En el estado de Chihuahua, durante la primera semana de noviembre de 2020, la pandemia rompió récord en decesos, con setenta casos en veinticuatro horas, cuarenta y siete de ellos en Ciudad Juárez, según la Secretaría de Salud estatal. El tío abuelo de Claudia, que ingresó al Hospital General de Ciudad Juárez en estado grave y murió dos días después, forma parte de esa cifra.

—Afortunadamente, no me tocó [atenderlo]. Hubiera sido muy difícil —me dice Claudia.

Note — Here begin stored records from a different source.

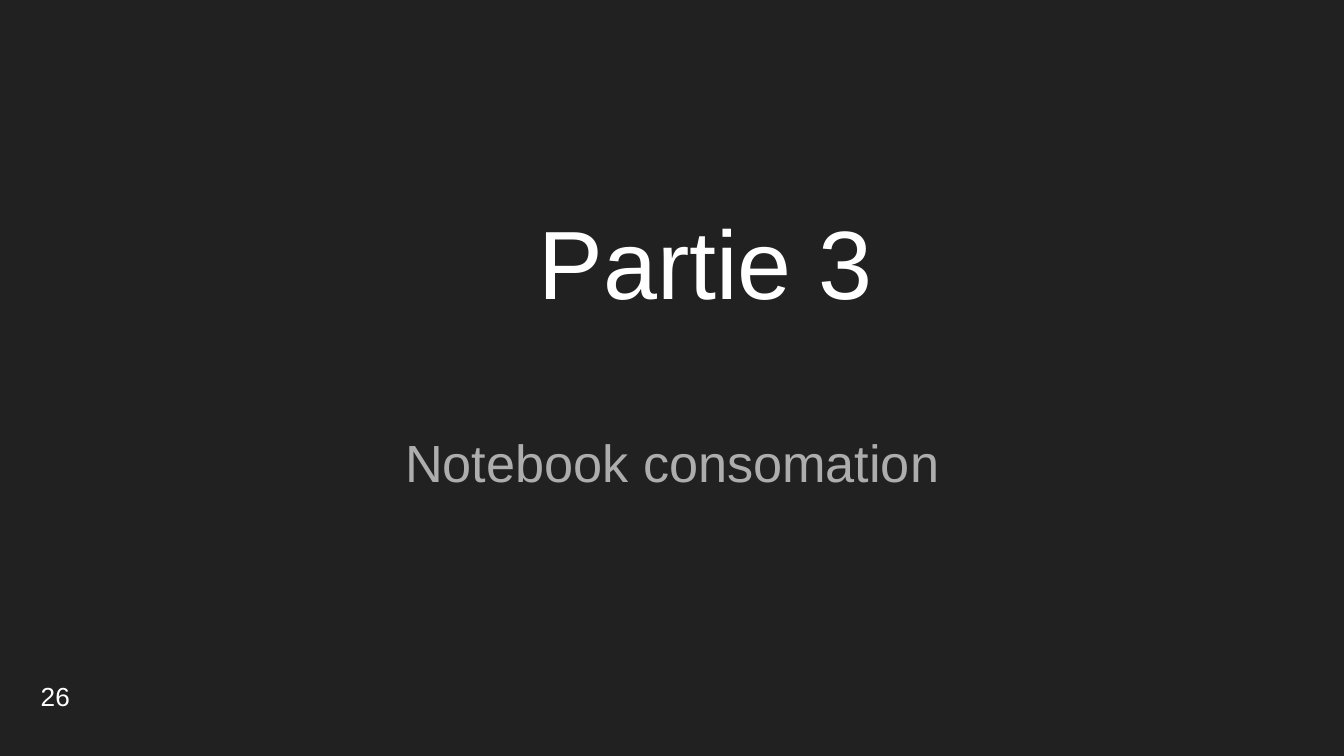
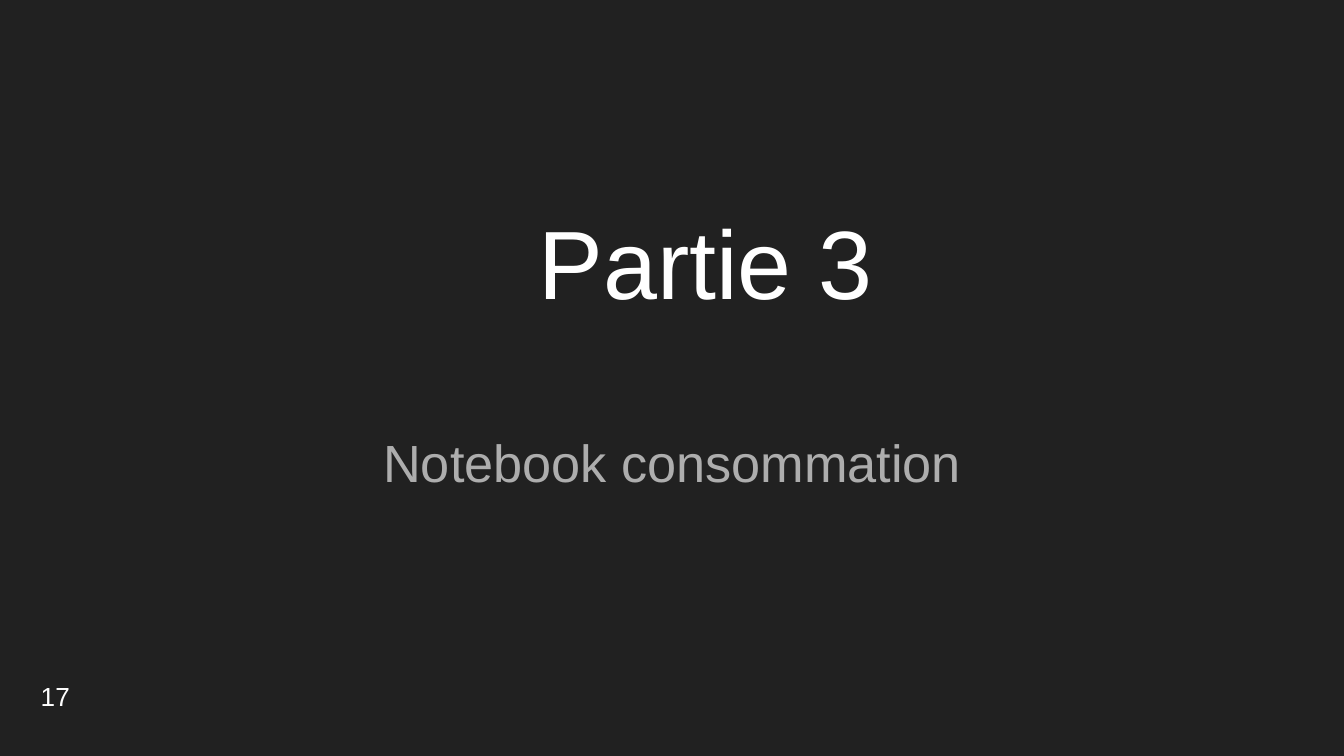
Before and after one commit to ThomasMeb/Anticiper_besoins_des_batiments, a slide deck: slide 18 of Projet_3_Thomas_Mebarki/Mebarki_Thomas_4_presentation_022023.pptx (slide 26 before the commit). Drawn at 1344x756 pixels with LibreOffice and Linux fonts; fonts in the diff are those of the drawing. Boxes give left, top, right and bottom in pixels: in the first picture for what was removed or moved away, otherwise in the second. Text is boxed around its words. In the diff, an @@ line names an element or a change of style, - is before the commit and + after.

```diff
--- a/Projet_3_Thomas_Mebarki/Mebarki_Thomas_4_presentation_022023.pptx
+++ b/Projet_3_Thomas_Mebarki/Mebarki_Thomas_4_presentation_022023.pptx
@@ subtitle at [383,444,961,483]: text changed @@
-Notebook consomation
+Notebook consommation
@@ text at [41,688,70,706]: text changed @@
-26
+17
```
Also in this commit, not shown: 16 other slides changed, 7 slides added, 16 slides removed, 8 other files.

Chihuahua regresó al semáforo rojo epidemiológico y el día 6 de noviembre, el gobernador, Javier Corral, decretó una restricción total de la movilidad durante 59 horas consecutivas para evitar “una tragedia colectiva”.

En los hospitales públicos de Chihuahua había mil seis pacientes internados por covid, y el personal médico estaba a punto de quebrarse bajo la presión. Claudia llegaba a casa ojerosa y con el rostro marcado por el cubrebocas, después de extenuantes jornadas de ocho horas, durante las cuales ella y sus compañeros ni siquiera podían tomarse un vaso de agua.

—Mi esposo me veía y me decía: vienes bien cansada, ¿verdad? —recuerda Claudia.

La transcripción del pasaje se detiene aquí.